Des épaulards attrapant de grands requins blancs s’ouvrent au large de l’Afrique du Sud, selon une nouvelle étude

Les grands blancs dominaient les zones de la côte de Gansbaai, à environ 100 kilomètres (62 mi) à l’est du Cap, mais les a évitées ces dernières années, selon à un document publié dans Journal Africain des Sciences Marines mercredi.

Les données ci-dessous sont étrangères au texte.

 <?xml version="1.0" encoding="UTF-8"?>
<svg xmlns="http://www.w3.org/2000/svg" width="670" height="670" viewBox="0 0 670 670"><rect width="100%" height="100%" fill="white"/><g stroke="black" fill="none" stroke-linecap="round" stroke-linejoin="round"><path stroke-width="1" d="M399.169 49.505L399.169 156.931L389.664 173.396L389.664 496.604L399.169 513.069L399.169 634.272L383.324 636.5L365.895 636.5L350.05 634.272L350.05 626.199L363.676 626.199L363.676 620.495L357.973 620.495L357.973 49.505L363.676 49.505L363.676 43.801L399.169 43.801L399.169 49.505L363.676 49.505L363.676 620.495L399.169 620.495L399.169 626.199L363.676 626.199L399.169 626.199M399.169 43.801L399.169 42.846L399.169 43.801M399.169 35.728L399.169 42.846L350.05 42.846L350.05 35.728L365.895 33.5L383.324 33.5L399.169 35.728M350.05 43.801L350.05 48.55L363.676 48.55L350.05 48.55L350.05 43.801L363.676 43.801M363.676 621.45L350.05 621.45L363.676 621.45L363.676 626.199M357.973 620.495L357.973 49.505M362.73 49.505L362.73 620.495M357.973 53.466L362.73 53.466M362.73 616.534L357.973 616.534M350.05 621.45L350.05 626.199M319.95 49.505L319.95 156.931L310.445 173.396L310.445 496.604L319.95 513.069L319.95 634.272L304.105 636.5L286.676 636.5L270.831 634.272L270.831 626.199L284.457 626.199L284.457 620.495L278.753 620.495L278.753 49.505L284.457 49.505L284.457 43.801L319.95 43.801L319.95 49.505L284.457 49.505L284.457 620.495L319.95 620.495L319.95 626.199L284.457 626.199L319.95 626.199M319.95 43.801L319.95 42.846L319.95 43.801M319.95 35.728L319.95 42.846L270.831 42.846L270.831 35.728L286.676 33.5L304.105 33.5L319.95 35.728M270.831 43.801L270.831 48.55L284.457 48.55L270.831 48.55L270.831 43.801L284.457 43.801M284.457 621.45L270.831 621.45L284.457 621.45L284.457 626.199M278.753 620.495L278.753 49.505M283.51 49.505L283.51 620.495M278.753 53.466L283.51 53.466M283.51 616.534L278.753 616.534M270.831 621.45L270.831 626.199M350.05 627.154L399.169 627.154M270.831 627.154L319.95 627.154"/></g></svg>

La côte de Gansbaai était autrefois un endroit populaire pour observer les grands requins blancs, mais les observations ont considérablement diminué ces dernières années. L’étude a utilisé des observations à long terme et des données de marquage pour montrer que les grands blancs ont été chassés par les épaulards, parfois appelés orques.

Les chercheurs ont également analysé cinq carcasses de grands requins blancs trouvées sur le rivage, quatre sans le foie riche en nutriments. et un avec un cœur enlevé aussi. Tous ont été blessés par le même couple d’épaulards, qui ont probablement tué plus de grands blancs, selon les chercheurs.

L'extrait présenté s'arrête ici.